Second, restrictions can lead to huge surges of 'now or never migration'. This happened when Suriname became independent from the Netherlands in 1975. While the Dutch were keen to make Suriname independent as a way to curb free migration from Dutch nationals living in the Netherlands, the irony is that over 40 percent of the Surinamese population migrated to the Netherlands to beat the impending immigration ban.

Third, restrictions often compel migrants to explore new geographical routes by migrating to or via other countries. For instance, if one European country toughens its asylum policies, this may divert asylum seekers to neighbouring countries. We also see this with migration controls in the Mediterranean Sea, which do not stop migration but rather compel migrants and smugglers to use other geographical routes.

The fourth and probably strongest side effect of immigration restrictions is that they not only reduce immigration but that they also reduce return migration.  In other words: they reduce circulation and push migrants into permanent settlement. Ironically, this is exactly the opposite of what the policies aim to achieve.

Thus, the effectiveness of immigration restrictions is partly or entirely undermined by such side-effects. Besides that, they have a human costs in terms of creating a market for smuggling (which is a reaction to border controls and not the cause of migration) and increased suffering of migrants and a rising death toll.

Yet this does not necessarily mean that policies always fail or that borders are beyond control. Policies that attract migrants tend to be more successful then policies that restrict immigration. For instance, most Western countries have opened their doors for skilled migrant and students and these policies seem to have worked to a certain extent. The extensive media attention for irregular migration also conceals that illegal border crossings represent a small share of total immigration. The majority of migrants abide by the law and migrate legally.

It would therefore be an exaggeration to say that borders are beyond control. It is be more correct to say that there are clear limits to border controls. The whole idea that migration can be micro-managed is illusionary. As the example of the Gulf countries shows, even authoritarian states cannot achieve total immigration control.

This is largely because migration is mainly driven by economic and social processes that lie beyond the reach of migration policies. Another insight of the DEMIG project is therefore that governments mainly influence migration via so-called "non-migration policies". Although economic policies, labour market policies, trade and foreign policies are not designed to affect migration, they have a considerable effect on migration.

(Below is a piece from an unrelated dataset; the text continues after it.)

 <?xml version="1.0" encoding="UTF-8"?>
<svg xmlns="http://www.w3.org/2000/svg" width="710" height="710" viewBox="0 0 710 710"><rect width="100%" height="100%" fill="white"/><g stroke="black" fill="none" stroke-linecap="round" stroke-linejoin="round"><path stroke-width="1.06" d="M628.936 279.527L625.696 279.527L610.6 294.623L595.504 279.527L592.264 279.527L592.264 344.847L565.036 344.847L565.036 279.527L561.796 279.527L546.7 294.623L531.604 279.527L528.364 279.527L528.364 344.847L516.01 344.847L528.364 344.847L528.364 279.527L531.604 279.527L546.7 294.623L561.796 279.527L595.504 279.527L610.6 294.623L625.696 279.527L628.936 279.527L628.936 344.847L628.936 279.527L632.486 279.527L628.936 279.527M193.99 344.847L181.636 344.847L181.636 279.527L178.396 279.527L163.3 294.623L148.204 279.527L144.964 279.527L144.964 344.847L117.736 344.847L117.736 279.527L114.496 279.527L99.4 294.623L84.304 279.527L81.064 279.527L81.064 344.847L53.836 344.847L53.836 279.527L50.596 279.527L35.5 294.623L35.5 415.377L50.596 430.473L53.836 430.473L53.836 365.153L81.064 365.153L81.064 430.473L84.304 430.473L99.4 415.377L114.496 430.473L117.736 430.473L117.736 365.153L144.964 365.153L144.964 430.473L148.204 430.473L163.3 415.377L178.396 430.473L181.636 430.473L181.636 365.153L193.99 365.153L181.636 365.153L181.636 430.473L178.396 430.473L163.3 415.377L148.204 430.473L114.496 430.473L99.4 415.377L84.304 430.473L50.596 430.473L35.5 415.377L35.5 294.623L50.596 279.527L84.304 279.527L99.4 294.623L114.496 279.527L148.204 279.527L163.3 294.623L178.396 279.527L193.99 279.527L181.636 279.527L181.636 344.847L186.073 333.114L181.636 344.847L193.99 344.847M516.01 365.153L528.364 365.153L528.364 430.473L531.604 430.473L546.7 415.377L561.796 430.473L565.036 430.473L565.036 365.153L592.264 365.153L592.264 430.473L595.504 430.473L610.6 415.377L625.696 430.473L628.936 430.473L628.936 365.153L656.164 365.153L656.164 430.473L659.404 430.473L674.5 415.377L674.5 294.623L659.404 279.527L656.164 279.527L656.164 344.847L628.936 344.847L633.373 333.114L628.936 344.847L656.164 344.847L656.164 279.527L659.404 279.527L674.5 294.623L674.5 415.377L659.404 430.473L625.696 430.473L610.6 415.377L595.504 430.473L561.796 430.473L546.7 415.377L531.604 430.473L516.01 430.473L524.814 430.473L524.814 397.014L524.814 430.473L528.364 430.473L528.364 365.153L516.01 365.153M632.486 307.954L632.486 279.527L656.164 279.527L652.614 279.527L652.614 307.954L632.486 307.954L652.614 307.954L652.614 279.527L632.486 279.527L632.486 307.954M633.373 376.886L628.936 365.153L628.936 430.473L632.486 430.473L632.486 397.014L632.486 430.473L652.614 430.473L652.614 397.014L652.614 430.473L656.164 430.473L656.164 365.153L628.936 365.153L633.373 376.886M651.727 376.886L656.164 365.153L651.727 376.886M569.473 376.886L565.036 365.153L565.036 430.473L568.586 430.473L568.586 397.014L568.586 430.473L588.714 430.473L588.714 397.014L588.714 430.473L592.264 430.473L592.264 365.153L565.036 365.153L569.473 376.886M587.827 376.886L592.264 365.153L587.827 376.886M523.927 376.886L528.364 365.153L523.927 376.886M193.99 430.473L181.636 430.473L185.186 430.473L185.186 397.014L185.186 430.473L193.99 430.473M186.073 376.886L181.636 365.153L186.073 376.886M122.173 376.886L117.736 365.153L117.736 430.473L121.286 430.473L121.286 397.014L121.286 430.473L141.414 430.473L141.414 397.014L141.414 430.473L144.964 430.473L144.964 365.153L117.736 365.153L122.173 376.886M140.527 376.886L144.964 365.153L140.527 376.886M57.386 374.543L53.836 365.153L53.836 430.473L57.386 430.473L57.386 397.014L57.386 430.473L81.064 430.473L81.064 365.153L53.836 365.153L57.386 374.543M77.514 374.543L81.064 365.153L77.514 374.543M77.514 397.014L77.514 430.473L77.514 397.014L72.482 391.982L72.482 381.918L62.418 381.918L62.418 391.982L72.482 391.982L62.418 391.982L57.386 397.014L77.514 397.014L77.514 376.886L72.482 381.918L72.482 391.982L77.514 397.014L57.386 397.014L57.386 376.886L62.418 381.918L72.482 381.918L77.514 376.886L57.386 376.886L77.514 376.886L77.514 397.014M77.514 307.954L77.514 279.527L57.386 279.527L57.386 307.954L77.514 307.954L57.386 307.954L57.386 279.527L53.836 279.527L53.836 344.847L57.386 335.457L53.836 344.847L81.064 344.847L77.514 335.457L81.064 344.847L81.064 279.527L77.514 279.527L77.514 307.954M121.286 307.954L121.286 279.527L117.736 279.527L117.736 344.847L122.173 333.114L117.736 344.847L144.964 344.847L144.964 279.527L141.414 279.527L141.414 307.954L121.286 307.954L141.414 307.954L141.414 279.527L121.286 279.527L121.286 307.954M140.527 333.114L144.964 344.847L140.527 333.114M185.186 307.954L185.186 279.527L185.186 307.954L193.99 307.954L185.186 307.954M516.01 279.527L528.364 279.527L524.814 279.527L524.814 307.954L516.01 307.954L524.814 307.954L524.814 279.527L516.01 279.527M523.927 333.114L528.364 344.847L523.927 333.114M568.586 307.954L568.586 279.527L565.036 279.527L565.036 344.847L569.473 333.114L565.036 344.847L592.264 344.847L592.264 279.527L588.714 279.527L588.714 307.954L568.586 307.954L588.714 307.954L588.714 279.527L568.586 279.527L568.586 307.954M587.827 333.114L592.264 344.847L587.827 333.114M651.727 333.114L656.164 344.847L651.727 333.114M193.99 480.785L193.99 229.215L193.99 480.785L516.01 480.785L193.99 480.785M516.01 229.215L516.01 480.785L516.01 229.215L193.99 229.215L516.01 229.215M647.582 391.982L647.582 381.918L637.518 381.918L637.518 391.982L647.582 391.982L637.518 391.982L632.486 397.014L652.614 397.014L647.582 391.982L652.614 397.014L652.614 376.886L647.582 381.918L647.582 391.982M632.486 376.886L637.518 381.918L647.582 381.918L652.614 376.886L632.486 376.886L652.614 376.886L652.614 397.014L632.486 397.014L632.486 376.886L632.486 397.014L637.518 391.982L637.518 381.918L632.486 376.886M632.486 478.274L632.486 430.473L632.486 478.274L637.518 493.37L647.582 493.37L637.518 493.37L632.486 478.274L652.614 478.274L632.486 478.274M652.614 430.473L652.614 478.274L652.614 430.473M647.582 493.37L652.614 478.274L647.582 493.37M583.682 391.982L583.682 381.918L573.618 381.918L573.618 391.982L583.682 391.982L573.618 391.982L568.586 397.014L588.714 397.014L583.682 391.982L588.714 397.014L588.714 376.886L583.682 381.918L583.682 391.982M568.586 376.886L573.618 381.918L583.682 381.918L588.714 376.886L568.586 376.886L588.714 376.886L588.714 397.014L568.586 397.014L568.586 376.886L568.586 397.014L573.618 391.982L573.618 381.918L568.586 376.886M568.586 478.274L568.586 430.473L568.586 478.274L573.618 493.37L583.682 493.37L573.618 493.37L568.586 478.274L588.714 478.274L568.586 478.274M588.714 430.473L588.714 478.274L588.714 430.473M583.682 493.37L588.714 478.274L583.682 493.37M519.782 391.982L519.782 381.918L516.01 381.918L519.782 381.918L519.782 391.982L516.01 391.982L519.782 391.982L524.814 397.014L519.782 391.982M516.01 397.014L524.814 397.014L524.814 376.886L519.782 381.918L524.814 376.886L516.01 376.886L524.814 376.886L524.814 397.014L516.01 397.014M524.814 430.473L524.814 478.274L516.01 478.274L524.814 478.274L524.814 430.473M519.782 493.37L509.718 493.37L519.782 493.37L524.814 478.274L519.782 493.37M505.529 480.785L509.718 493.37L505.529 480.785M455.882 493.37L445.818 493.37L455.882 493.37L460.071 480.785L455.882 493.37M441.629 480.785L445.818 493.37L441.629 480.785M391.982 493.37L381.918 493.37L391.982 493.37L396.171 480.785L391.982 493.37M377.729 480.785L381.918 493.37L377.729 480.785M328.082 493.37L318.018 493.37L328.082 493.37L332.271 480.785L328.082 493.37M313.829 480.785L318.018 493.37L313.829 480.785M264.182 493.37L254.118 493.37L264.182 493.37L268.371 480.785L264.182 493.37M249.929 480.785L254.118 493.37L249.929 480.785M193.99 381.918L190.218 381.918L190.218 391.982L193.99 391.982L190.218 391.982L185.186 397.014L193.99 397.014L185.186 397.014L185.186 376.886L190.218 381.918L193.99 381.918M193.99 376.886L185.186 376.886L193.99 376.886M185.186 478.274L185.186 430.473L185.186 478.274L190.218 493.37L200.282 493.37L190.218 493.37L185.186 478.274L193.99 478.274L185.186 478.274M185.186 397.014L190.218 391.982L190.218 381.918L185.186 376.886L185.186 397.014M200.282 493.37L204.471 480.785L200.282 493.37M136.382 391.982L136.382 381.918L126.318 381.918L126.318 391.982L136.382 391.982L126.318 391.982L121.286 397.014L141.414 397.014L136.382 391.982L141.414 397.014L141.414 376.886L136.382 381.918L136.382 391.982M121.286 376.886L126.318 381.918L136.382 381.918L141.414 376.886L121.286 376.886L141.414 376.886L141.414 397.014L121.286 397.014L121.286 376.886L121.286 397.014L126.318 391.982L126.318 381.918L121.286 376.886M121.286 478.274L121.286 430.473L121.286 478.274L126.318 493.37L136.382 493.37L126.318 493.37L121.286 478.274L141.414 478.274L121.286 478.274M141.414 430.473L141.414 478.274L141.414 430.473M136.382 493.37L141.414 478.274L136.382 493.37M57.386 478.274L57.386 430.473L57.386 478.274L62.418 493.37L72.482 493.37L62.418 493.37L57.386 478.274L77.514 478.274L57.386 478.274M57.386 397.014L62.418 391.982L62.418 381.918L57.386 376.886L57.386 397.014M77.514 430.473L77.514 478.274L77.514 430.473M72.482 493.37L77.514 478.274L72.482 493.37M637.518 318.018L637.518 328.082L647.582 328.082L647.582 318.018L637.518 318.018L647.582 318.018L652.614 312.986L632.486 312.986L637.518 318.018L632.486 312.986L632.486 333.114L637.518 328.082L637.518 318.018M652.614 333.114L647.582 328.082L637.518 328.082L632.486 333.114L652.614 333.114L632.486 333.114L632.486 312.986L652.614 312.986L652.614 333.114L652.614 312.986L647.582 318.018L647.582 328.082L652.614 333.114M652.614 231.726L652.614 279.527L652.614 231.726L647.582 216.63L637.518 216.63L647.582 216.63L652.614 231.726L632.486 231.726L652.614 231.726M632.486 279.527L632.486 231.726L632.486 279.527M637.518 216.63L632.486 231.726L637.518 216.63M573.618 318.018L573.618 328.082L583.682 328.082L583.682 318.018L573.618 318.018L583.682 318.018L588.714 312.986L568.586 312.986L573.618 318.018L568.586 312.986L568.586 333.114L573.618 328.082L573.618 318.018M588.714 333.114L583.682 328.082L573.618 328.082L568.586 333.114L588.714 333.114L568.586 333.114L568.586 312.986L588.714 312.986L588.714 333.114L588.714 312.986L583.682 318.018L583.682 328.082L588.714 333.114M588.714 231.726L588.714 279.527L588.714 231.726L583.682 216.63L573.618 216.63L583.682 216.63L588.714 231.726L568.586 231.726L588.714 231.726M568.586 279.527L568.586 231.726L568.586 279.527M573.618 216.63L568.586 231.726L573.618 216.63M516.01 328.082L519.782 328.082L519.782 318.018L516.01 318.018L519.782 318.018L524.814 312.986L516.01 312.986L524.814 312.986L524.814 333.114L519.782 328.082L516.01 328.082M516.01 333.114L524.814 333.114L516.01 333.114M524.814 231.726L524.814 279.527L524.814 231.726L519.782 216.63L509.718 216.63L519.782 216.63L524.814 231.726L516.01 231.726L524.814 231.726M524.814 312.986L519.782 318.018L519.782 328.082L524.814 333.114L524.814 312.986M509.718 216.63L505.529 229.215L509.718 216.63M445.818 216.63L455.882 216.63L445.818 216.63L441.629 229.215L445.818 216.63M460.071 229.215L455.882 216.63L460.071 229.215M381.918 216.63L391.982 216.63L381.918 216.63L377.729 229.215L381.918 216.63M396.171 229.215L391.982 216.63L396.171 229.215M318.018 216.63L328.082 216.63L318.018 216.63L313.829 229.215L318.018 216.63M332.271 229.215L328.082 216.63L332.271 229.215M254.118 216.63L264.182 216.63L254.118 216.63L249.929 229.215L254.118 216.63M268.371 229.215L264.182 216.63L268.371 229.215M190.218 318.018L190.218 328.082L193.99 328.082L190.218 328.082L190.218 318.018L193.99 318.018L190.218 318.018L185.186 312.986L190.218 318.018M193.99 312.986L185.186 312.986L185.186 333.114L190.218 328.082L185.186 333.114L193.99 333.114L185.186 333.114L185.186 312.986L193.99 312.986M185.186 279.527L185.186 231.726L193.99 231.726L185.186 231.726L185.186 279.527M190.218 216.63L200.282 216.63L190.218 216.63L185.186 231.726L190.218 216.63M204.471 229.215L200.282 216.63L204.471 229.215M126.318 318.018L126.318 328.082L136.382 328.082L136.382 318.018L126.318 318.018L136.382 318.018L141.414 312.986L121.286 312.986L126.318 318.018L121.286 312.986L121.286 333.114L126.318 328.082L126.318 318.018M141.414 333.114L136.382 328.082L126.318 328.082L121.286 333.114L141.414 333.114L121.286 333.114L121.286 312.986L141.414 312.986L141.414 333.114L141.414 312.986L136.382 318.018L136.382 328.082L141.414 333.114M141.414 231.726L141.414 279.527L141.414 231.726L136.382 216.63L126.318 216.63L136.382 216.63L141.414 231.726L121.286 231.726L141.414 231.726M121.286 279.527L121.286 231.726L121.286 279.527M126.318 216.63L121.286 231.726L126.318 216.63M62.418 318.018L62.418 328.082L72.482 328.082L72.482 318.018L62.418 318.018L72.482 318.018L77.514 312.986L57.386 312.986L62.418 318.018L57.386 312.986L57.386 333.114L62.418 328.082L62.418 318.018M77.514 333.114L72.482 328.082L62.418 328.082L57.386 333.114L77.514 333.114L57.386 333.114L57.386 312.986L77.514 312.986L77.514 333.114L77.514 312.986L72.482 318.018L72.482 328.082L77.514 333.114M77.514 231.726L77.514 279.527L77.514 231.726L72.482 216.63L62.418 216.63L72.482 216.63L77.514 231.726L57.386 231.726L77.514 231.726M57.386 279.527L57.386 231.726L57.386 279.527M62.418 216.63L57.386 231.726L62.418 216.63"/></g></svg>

Such policies often undermine the effectiveness of immigration restrictions.  The most obvious example is economic policies. While governments typically aim to boost economic growth and reduce unemployment, rosy economic prospects also tend to attract a lot of migrants.

As part of economic liberalisation policies of the past decades, many governments have privatised state enterprises and made it easier for employers to hire temporary workers on low pay. This has converted many relatively secure, respectable jobs into precarious jobs with little status, which native workers often shun and only migrants want to do. So, these policies have increased the demand for low-skilled labour migrants. It is also no coincidence that irregular migration of (predominantly) women working nannies and private care workers is a major phenomenon in countries which have weak public facilities for childcare and elderly care, such as in the United States and southern Europe.

More generally, the overall trend towards increasing economic openness and regional integration (within the EU, for instance) of the last four decades has also boosted migration. It is unlikely that this can be reversed. This also shows the hypocrisy of politicians who pretend to be immigration fighters, but have backed economic policies that have only increased the demand for regular and irregular migrant labour.